A word-for-word copy of the records below is needed, without the images.

--- Data for analysis Enclosed Below ---

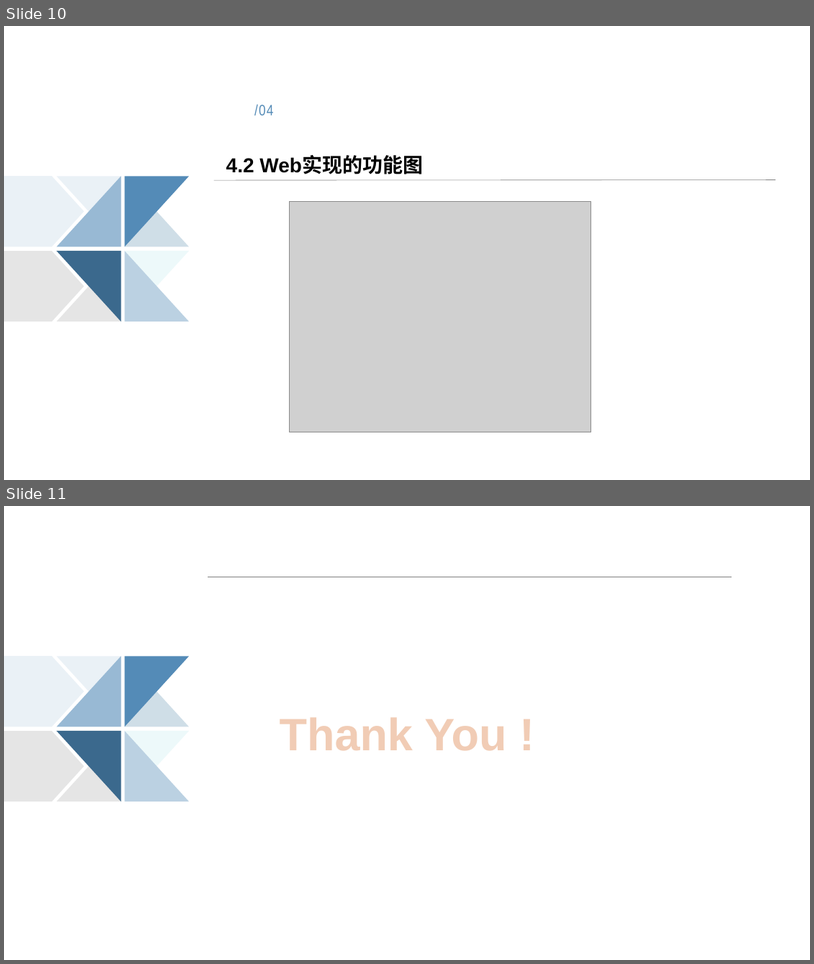
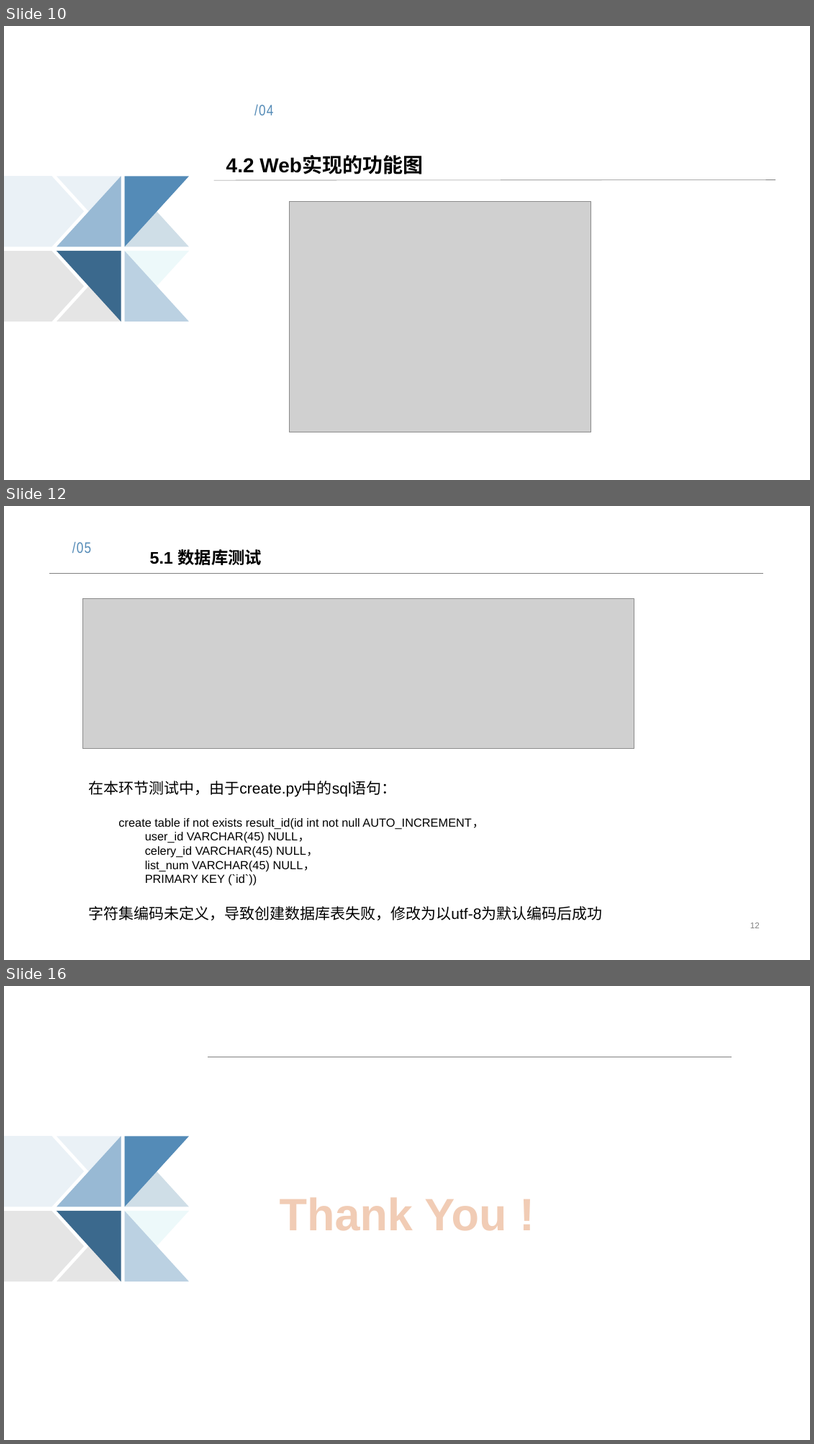
Before and after one commit to poetryexec/poetry, a slide deck: RelationDocuments/8组_唐诗生成系统的设计与实现.pptx. Shown one above the other, each under a label of ours: slides 10 and 11 before the commit, slides 10, 12 and 16 after it; the slides between them are not shown. The pictures are 814x964 and 814x1444 pixels, drawn with LibreOffice and Linux fonts; fonts in the diff are those of the drawing; grey boxes stand for pictures. Boxes give left, top, right and bottom in pixels: in the first picture for what was removed or moved away, otherwise in the second. Text is boxed around its words. In the diff, an @@ line names an element or a change of style, - is before the commit and + after.

```diff
--- a/RelationDocuments/8组_唐诗生成系统的设计与实现.pptx
+++ b/RelationDocuments/8组_唐诗生成系统的设计与实现.pptx
@@ slide 12 added at (4, 506, 810, 960), background #FFFFFF @@
@@ text added at (72, 542, 91, 553), 18 pt, text #548BB7 @@
+/05
@@ text added at (150, 549, 262, 565), 20 pt, text #000000, bold @@
+5.1 数据库测试
@@ line added from (49, 573) to (764, 573), #808080 0.25 pt @@
@@ picture added at (82, 599, 634, 749) @@
@@ text added at (88, 780, 602, 920), 14 pt, text #000000 @@
+在本环节测试中，由于create.py中的sql语句：
+  create table if not exists result_id(id int not null AUTO_INCREMENT，
+  user_id VARCHAR(45) NULL，
+  celery_id VARCHAR(45) NULL，
+  list_num VARCHAR(45) NULL，
+  PRIMARY KEY (`id`))
+字符集编码未定义，导致创建数据库表失败，修改为以utf-8为默认编码后成功
@@ page number added at (751, 922, 760, 928), 10 pt, text #808080 @@
+12
@@ what was slide 11 is now slide 16 @@
```
Also in this commit, not shown: 1 slide changed, 4 other slides added, 2 other files.
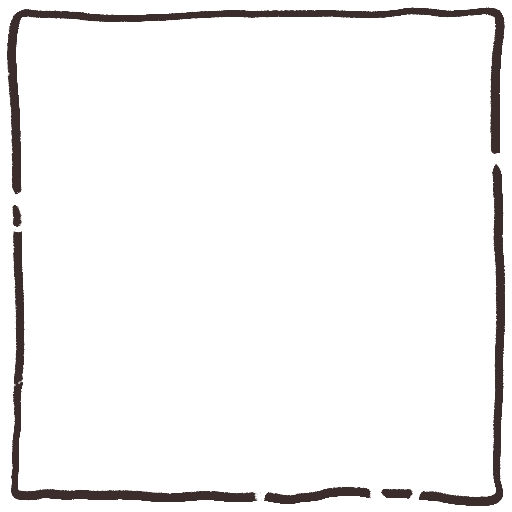
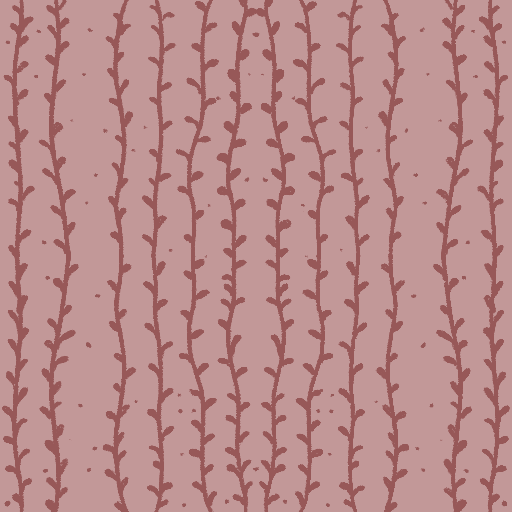
Layer changes from the first w=512, h=512 image to the second:
showed group "Backgrounds" (5 layers), moved it above "icons/buttons" over <box>0,0,512,512</box>
hid group "icons/buttons" (1 layers) over <box>7,7,506,506</box>
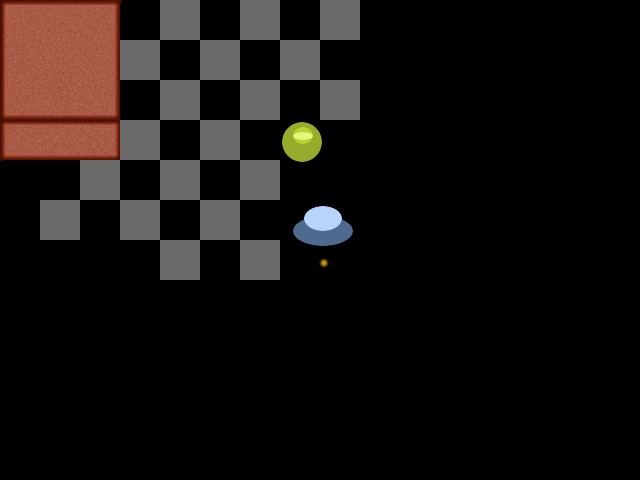
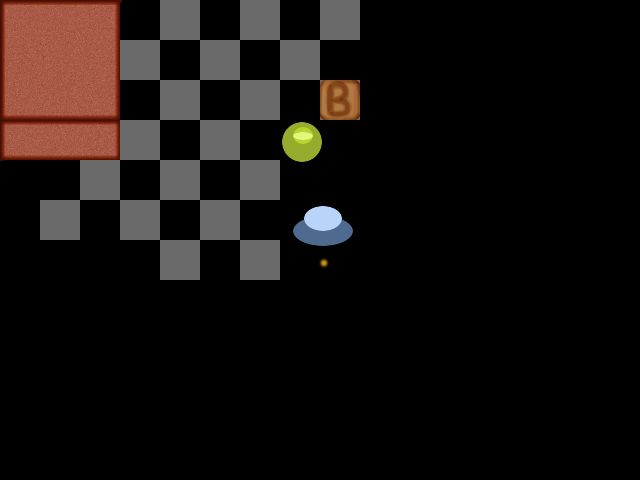
The second 640 × 480 image is a revision of the first. Changes to its layers:
added layer "Nová vrstva#3" above "Nová vrstva#2" over box(320, 80, 360, 120)
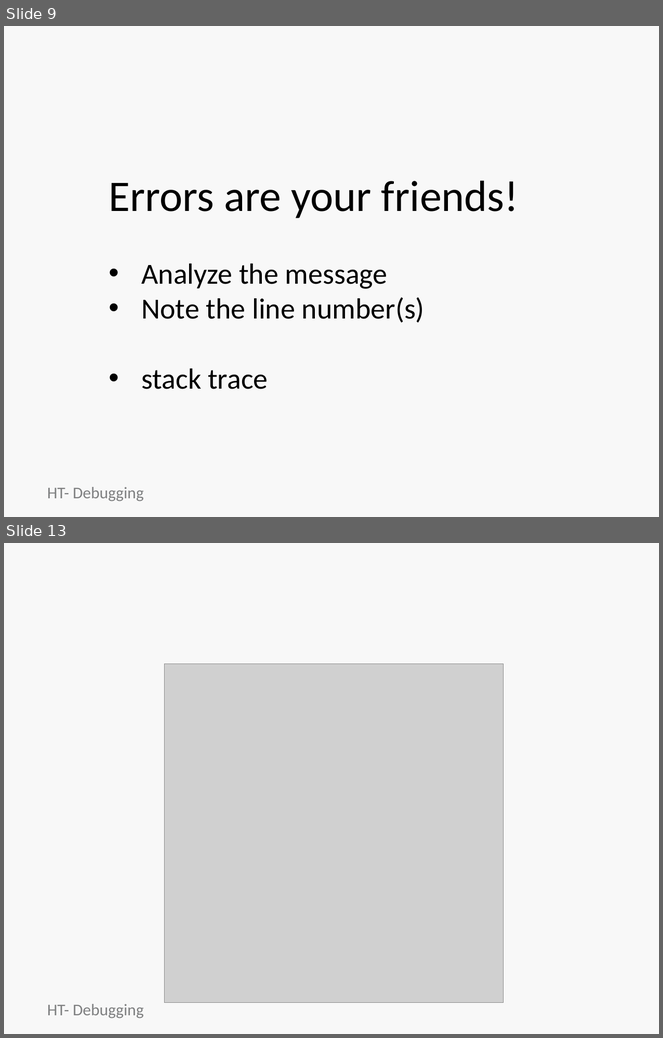
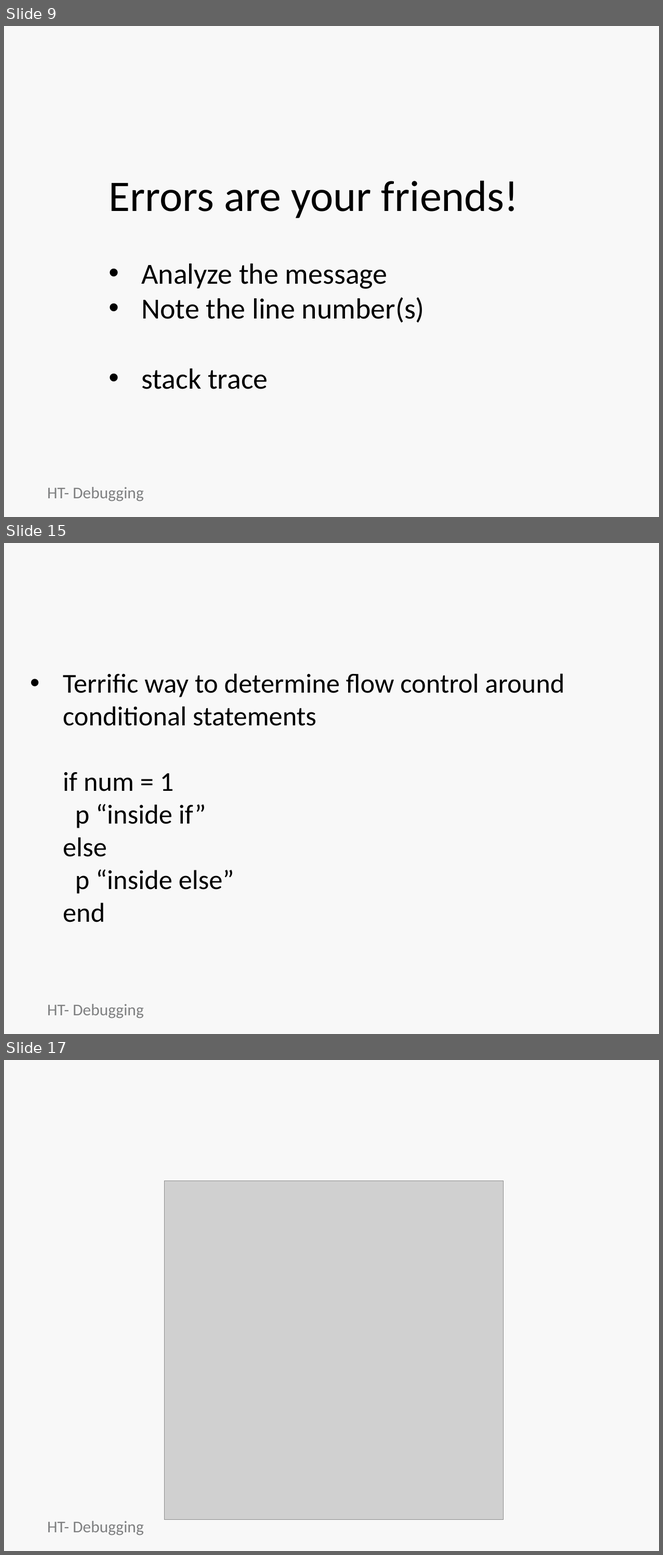
Before and after one commit to jumpcheng/debugging_notes, a slide deck: HT-debugging-basics.pptx. Shown one above the other, each under a label of ours: slides 9 and 13 before the commit, slides 9, 15 and 17 after it; the slides between them are not shown. The pictures are 663x1038 and 663x1555 pixels, drawn with LibreOffice and Linux fonts; fonts in the diff are those of the drawing; grey boxes stand for pictures; background and template pictures are left out. Boxes give left, top, right and bottom in pixels: in the first picture for what was removed or moved away, otherwise in the second. Text is boxed around its words. In the diff, an @@ line names an element or a change of style, - is before the commit and + after.

```diff
--- a/HT-debugging-basics.pptx
+++ b/HT-debugging-basics.pptx
@@ slide 15 added at [4,543,659,1034], background picture (left out) @@
@@ title added at [37,551,626,633], 44 pt, text #F8F8F8, bold @@
+Debugging “inline”
@@ text added at [63,674,565,923], 30 pt, text #000000 @@
+• Terrific way to determine flow control around conditional statements
+  if num = 1
+  p “inside if”
+  else
+  p “inside else”
+  end
@@ text added at [47,1004,143,1019], 18 pt, text #7E7F80 @@
+HT- Debugging
@@ what was slide 13 is now slide 17 @@
```
Also in this commit, not shown: 9 slides changed, 3 other slides added, 2 other files.

--- End of Enclosed Data for analysis ---

> [Answer for this exercise]:
Before and after one commit to poetryexec/poetry, a slide deck: RelationDocuments/8组_唐诗生成系统的设计与实现.pptx. Shown one above the other, each under a label of ours: slides 10 and 11 before the commit, slides 10, 12 and 16 after it; the slides between them are not shown. The pictures are 814x964 and 814x1444 pixels, drawn with LibreOffice and Linux fonts; fonts in the diff are those of the drawing; grey boxes stand for pictures. Boxes give left, top, right and bottom in pixels: in the first picture for what was removed or moved away, otherwise in the second. Text is boxed around its words. In the diff, an @@ line names an element or a change of style, - is before the commit and + after.

```diff
--- a/RelationDocuments/8组_唐诗生成系统的设计与实现.pptx
+++ b/RelationDocuments/8组_唐诗生成系统的设计与实现.pptx
@@ slide 12 added at (4, 506, 810, 960), background #FFFFFF @@
@@ text added at (72, 542, 91, 553), 18 pt, text #548BB7 @@
+/05
@@ text added at (150, 549, 262, 565), 20 pt, text #000000, bold @@
+5.1 数据库测试
@@ line added from (49, 573) to (764, 573), #808080 0.25 pt @@
@@ picture added at (82, 599, 634, 749) @@
@@ text added at (88, 780, 602, 920), 14 pt, text #000000 @@
+在本环节测试中，由于create.py中的sql语句：
+  create table if not exists result_id(id int not null AUTO_INCREMENT，
+  user_id VARCHAR(45) NULL，
+  celery_id VARCHAR(45) NULL，
+  list_num VARCHAR(45) NULL，
+  PRIMARY KEY (`id`))
+字符集编码未定义，导致创建数据库表失败，修改为以utf-8为默认编码后成功
@@ page number added at (751, 922, 760, 928), 10 pt, text #808080 @@
+12
@@ what was slide 11 is now slide 16 @@
```
Also in this commit, not shown: 1 slide changed, 4 other slides added, 2 other files.
Layer changes from the first w=512, h=512 image to the second:
showed group "Backgrounds" (5 layers), moved it above "icons/buttons" over <box>0,0,512,512</box>
hid group "icons/buttons" (1 layers) over <box>7,7,506,506</box>
The second 640 × 480 image is a revision of the first. Changes to its layers:
added layer "Nová vrstva#3" above "Nová vrstva#2" over box(320, 80, 360, 120)
Before and after one commit to jumpcheng/debugging_notes, a slide deck: HT-debugging-basics.pptx. Shown one above the other, each under a label of ours: slides 9 and 13 before the commit, slides 9, 15 and 17 after it; the slides between them are not shown. The pictures are 663x1038 and 663x1555 pixels, drawn with LibreOffice and Linux fonts; fonts in the diff are those of the drawing; grey boxes stand for pictures; background and template pictures are left out. Boxes give left, top, right and bottom in pixels: in the first picture for what was removed or moved away, otherwise in the second. Text is boxed around its words. In the diff, an @@ line names an element or a change of style, - is before the commit and + after.

```diff
--- a/HT-debugging-basics.pptx
+++ b/HT-debugging-basics.pptx
@@ slide 15 added at [4,543,659,1034], background picture (left out) @@
@@ title added at [37,551,626,633], 44 pt, text #F8F8F8, bold @@
+Debugging “inline”
@@ text added at [63,674,565,923], 30 pt, text #000000 @@
+• Terrific way to determine flow control around conditional statements
+  if num = 1
+  p “inside if”
+  else
+  p “inside else”
+  end
@@ text added at [47,1004,143,1019], 18 pt, text #7E7F80 @@
+HT- Debugging
@@ what was slide 13 is now slide 17 @@
```
Also in this commit, not shown: 9 slides changed, 3 other slides added, 2 other files.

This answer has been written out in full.